_Stored dataset items_.

= = =

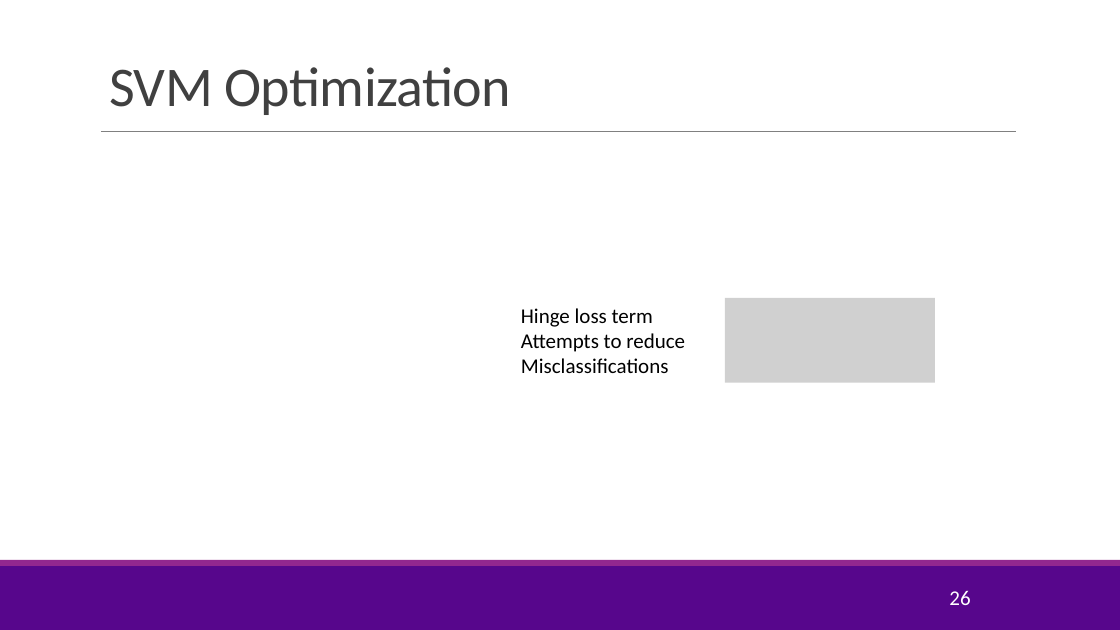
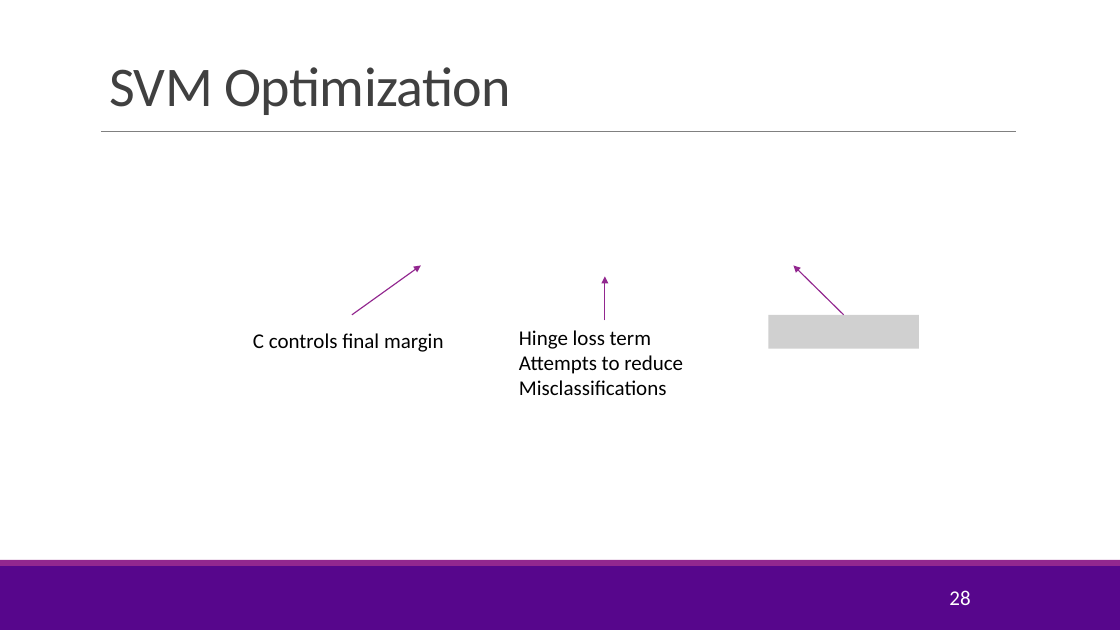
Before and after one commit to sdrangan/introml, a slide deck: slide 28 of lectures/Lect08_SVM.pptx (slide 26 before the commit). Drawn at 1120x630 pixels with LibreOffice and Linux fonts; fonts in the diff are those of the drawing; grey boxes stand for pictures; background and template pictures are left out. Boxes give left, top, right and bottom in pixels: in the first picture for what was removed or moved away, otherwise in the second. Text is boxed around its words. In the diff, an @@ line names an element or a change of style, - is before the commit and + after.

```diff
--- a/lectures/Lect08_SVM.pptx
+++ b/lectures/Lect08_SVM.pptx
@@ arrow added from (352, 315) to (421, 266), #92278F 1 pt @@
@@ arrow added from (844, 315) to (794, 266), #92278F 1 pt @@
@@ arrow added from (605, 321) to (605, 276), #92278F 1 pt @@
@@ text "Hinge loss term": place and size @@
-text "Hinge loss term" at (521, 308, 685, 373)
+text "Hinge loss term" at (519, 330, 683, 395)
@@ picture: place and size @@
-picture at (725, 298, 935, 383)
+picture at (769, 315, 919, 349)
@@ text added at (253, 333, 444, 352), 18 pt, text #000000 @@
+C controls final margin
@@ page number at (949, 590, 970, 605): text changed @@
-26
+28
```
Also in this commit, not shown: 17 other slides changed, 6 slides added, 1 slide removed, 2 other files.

= = =

_TASK TO CARRY OUT_. Going through the records above line by line, count those that hold the word "arrow", and answer with the number only.

_ANSWER FOR THE TASK_. 3